De pronto, en un baile que rompe la monotonía de su existencia, en medio del lujo que tanto la seducía, Emma ve claramente hacia dónde se orientaba su emotividad después de esa larga y angustiosa crisis de hastío. Y, poco después, cuando la casualidad pone en sus manos el ramo de azahares con que de novia se adornó, presa de la cólera concentrada del impotente, lo arroja al fungo.

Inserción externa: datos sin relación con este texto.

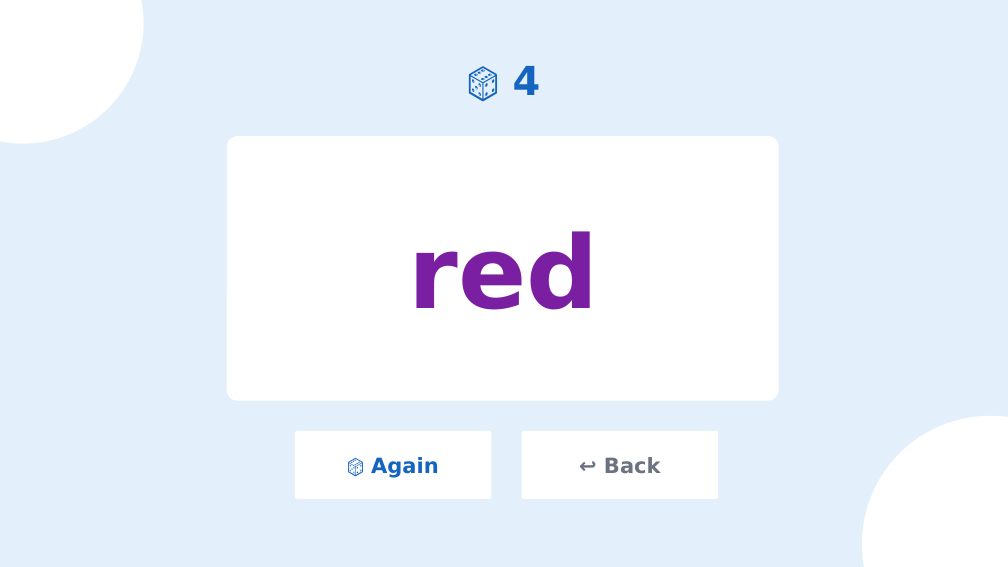
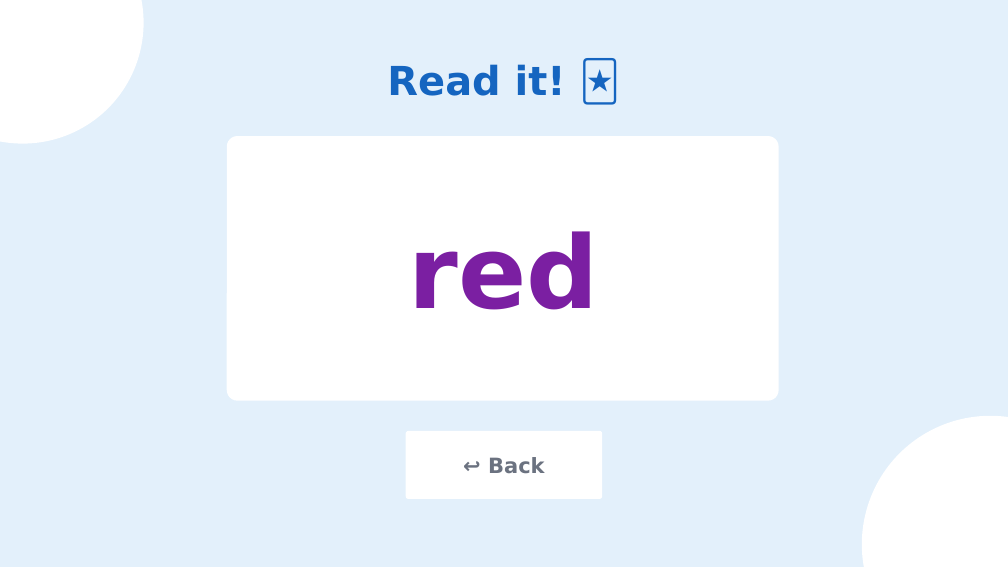
Before and after one commit to wowspeakschool-lang/classroom, a slide deck: slide 22 of builds/sm0/u0/Unit 0 Lesson 6.pptx. Drawn at 1008x567 pixels with LibreOffice and Linux fonts; fonts in the diff are those of the drawing. Boxes give left, top, right and bottom in pixels: in the first picture for what was removed or moved away, otherwise in the second. Text is boxed around its words. In the diff, an @@ line names an element or a change of style, - is before the commit and + after.

```diff
--- a/builds/sm0/u0/Unit 0 Lesson 6.pptx
+++ b/builds/sm0/u0/Unit 0 Lesson 6.pptx
@@ text at (387,64,566,96): text changed @@
-🎲 4
+Read it! 🃏
@@ rounded rectangle removed at (295,431,492,499) @@
-🎲 Again
@@ rounded rectangle "↩ Back": place and size @@
-rounded rectangle "↩ Back" at (522,431,718,499)
+rounded rectangle "↩ Back" at (406,431,603,499)
```
Also in this commit, not shown: 16 other slides changed, 1 slide added, 1 slide removed, 2 other files.

¿ Y ésa era su luna de miel? ¿Dónde están los lejanos países de ensueño hacia los que se va en silla de posta, bajo dosel de seda azul—cielo, al compás del canto del postillón, de las lejanas campanas y del sordo ruido de la cascada; dónde están esas puestas de sol admiradas a orillas del mar, entre el perfume de los azahares; dónde las noches en que ambos, desde la terraza de la "villa", bajo el estrellado manto. los dedos entrelazados, forjan proyectos para el porvenir; dónde los balcones del chalet suizo o del cottage escocés tan apropiados para cobijar su actual melancolía bajo el amparo de un marido que vista severa casaca de negro terciopelo, calce altas y finas botas, un puntiagudo sombrero y puños con vuelos de encaje?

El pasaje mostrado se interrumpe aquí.